Hey guys! I have been a Personal Trainer for the past 7 years, and I also teach Pilates, Yoga, and Spinning. I have tried out Kettlebells to see if they are everything that they are touted to be. I agree, I do like them as a suppliment to routine weight training. However, as Hock has said before, never trust a communist.

They are not the end all be all that they were originally marketed as and they have found a niche in combat sports training and some athletic programs. Regular weights are great, and I do agree with Hock that they are safer, and more versitile. Kettlebells are great if you have become bored with your current program. However, if you are not changing your routine every 4-6 weeks, you are not going to get much out of your routine anyway.

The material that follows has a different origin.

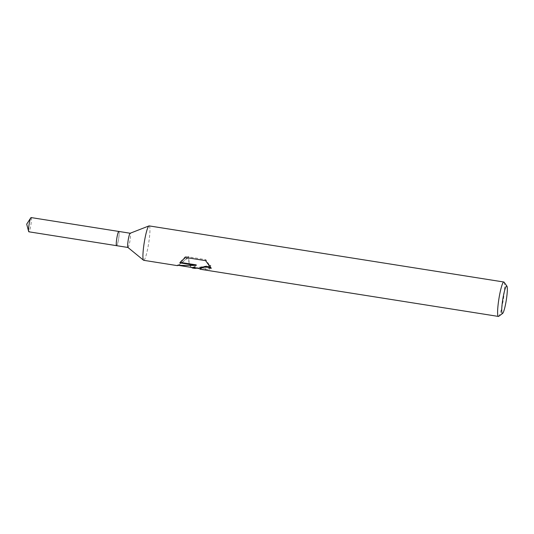 <?xml version="1.0" encoding="UTF-8"?>
<svg xmlns="http://www.w3.org/2000/svg" width="534" height="534" viewBox="0 0 534 534"><rect width="100%" height="100%" fill="white"/><g stroke="black" fill="none" stroke-linecap="round" stroke-linejoin="round"><path stroke-width="0.4" stroke-dasharray="2.67 2" d="M127.933 247.469L127.966 247.476A7.202 0.928 -81 0 1 127.966 247.476A7.202 0.928 -81 0 0 130.016 240.46A7.202 0.928 -81 0 0 130.216 233.251A7.202 0.928 -81 0 0 130.203 233.245L130.216 233.251M194.95 267.981L210.783 265.285A16.988 2.189 -81 0 1 209.502 268.876L199.963 268.555M209.502 268.876L209.428 269.343A17.422 2.243 99 0 0 210.683 265.885L196.432 268.215M200.357 269.276L209.428 269.343M210.489 267.521L211.29 267.881L205.764 259.651L185.565 256.453L185.411 257.455M205.764 259.651L205.603 260.652M211.29 267.881L211.21 268.395M210.783 265.285L210.683 265.885M195.144 266.713L194.63 267.794M191.272 267.401C189.59 265.778 188.662 262.501 188.489 257.562L188.649 256.56C188.789 263.189 190.124 266.88 192.654 267.614M185.565 256.453L179.891 262.314L180.292 262.381M196.258 264.904C190.545 265.498 184.31 265.505 177.555 264.924L179.417 265.525M177.562 264.911C178.076 265.758 181.827 262.908 188.816 256.367M179.891 262.314L179.804 262.848M177.555 264.924L177.482 265.365M188.489 257.562L178.189 265.425M504.103 282.199A17.422 2.243 -81 0 1 503.335 299.567A17.422 2.243 -81 0 1 498.703 316.328M149.18 225.902A17.422 2.243 -81 0 1 148.646 243.457A17.422 2.243 -81 0 1 143.733 260.318M118.822 231.449L118.842 231.449A7.202 0.928 -81 0 1 118.635 238.705A7.202 0.928 -81 0 1 116.599 245.673A7.202 0.928 -81 0 1 116.592 245.673A7.202 0.928 -81 0 1 116.792 238.458A7.202 0.928 -81 0 1 118.828 231.449A7.202 0.928 -81 0 1 118.842 231.449A7.202 0.928 -81 0 1 118.641 238.665A7.202 0.928 -81 0 1 116.599 245.673M31.126 217.572A7.202 0.928 -81 0 1 30.905 224.827A7.202 0.928 -81 0 1 28.876 231.796M194.543 268.041L194.61 267.601M199.923 268.769L200.357 268.836M177.415 265.538L177.482 265.104"/><path stroke-width="0.8" d="M127.966 247.476A7.202 0.928 -81 0 1 127.9 247.442A7.202 0.928 -81 0 1 128.173 240.22A7.202 0.928 -81 0 1 130.142 233.258L148.979 225.915A17.422 2.243 -81 0 1 149.126 225.895A17.422 2.243 -81 0 1 149.153 225.895A17.422 2.243 -81 0 1 149.18 225.902M116.599 245.673A7.202 0.928 -81 0 1 116.592 245.673A7.202 0.928 -81 0 1 116.792 238.458A7.202 0.928 -81 0 1 118.828 231.449A7.202 0.928 -81 0 1 118.842 231.449A7.202 0.928 -81 0 1 118.855 231.449L130.183 233.245M143.733 260.318A17.422 2.243 -81 0 1 143.706 260.312A17.422 2.243 -81 0 1 143.553 260.238A17.422 2.243 -81 0 1 144.213 242.756A17.422 2.243 -81 0 1 148.979 225.915M196.432 268.215L194.877 268.408L194.543 268.041L195.07 267.18L192.587 268.048L191.272 267.401M502.601 313.445L498.703 316.328A17.422 2.243 -81 0 1 498.422 316.428A17.422 2.243 -81 0 1 498.396 316.428A17.422 2.243 -81 0 1 498.883 298.973A17.422 2.243 -81 0 1 503.816 282.005A17.422 2.243 -81 0 1 503.842 282.012A17.422 2.243 -81 0 1 504.103 282.199L506.92 286.144A13.937 1.796 -81 0 1 506.305 300.041A13.937 1.796 -81 0 1 502.601 313.445A13.937 1.796 -81 0 1 502.374 313.531A13.937 1.796 -81 0 1 502.734 299.647A13.937 1.796 -81 0 1 506.686 285.99A13.937 1.796 -81 0 1 506.92 286.144M178.189 265.425L196.172 265.438L179.804 262.848L185.411 257.455L205.603 260.652L211.21 268.395L207.532 267.22L204.402 267.16L200.27 268.555L199.896 268.989L200.357 269.276M179.417 265.525L192.654 267.614L195.144 266.713L195.07 267.18M194.63 267.794L199.923 268.769M199.89 268.989L200.343 268.108L201.952 267.28L204.482 266.646L207.613 266.686L210.489 267.521M180.292 262.381L196.258 264.904L196.172 265.438M127.933 247.469L28.863 231.796A7.202 0.928 -81 0 1 28.863 231.796A7.202 0.928 -81 0 1 28.656 231.476A7.202 0.928 -81 0 1 29.076 224.54A7.202 0.928 -81 0 1 30.812 217.812A7.202 0.928 -81 0 1 31.105 217.572A7.202 0.928 -81 0 1 31.112 217.572A7.202 0.928 -81 0 1 31.126 217.572M127.9 247.442L143.553 260.238M192.587 268.048L194.877 268.408M143.706 260.312L177.488 265.658M200.29 269.263L498.396 316.428M149.153 225.895L503.842 282.012M30.812 217.812L26.7 224.16L28.656 231.476M118.822 231.449L31.112 217.572"/></g></svg>

For combat athletes, I would recommend as much pure strength training as possible. This means low numbers of sets and reps and high amounts of weights. For example:
Squats 4 sets of 3-6 reps
Bench Press 4 sets of 3-6 reps
Row 4 sets of 3-6 reps
Work large muscle groups first, make sure to have a 1 minute rest break between sets, this will allow your muscles ample recovery time to recharge so they are able to get as much as they can out of the workout.
Next:
Standing overhead press 3 sets 6-8 reps
Biceps curl 3 sets 6-8 reps
Triceps press 3 sets 6-8 reps
Abs:
Basic floor crunch
Straight Leg Raises
Oblique Crunches
Plank
This is an all over body routine and should be done 2 x per week. The days in between can be spent on Combative training. Make your combat training intense. It is not the duration of your workout, it is the intensity that makes the difference. In weight training intensity is measured by how much weight is lifted. This workout can be done as a circuit training routine. This means you are going for amount of time. I usually have clients go from one exercise to the next with no break between them. Each exercise is done for .45 seconds. Make sure you do a good warm-up and stretch before and a good stretch at the end.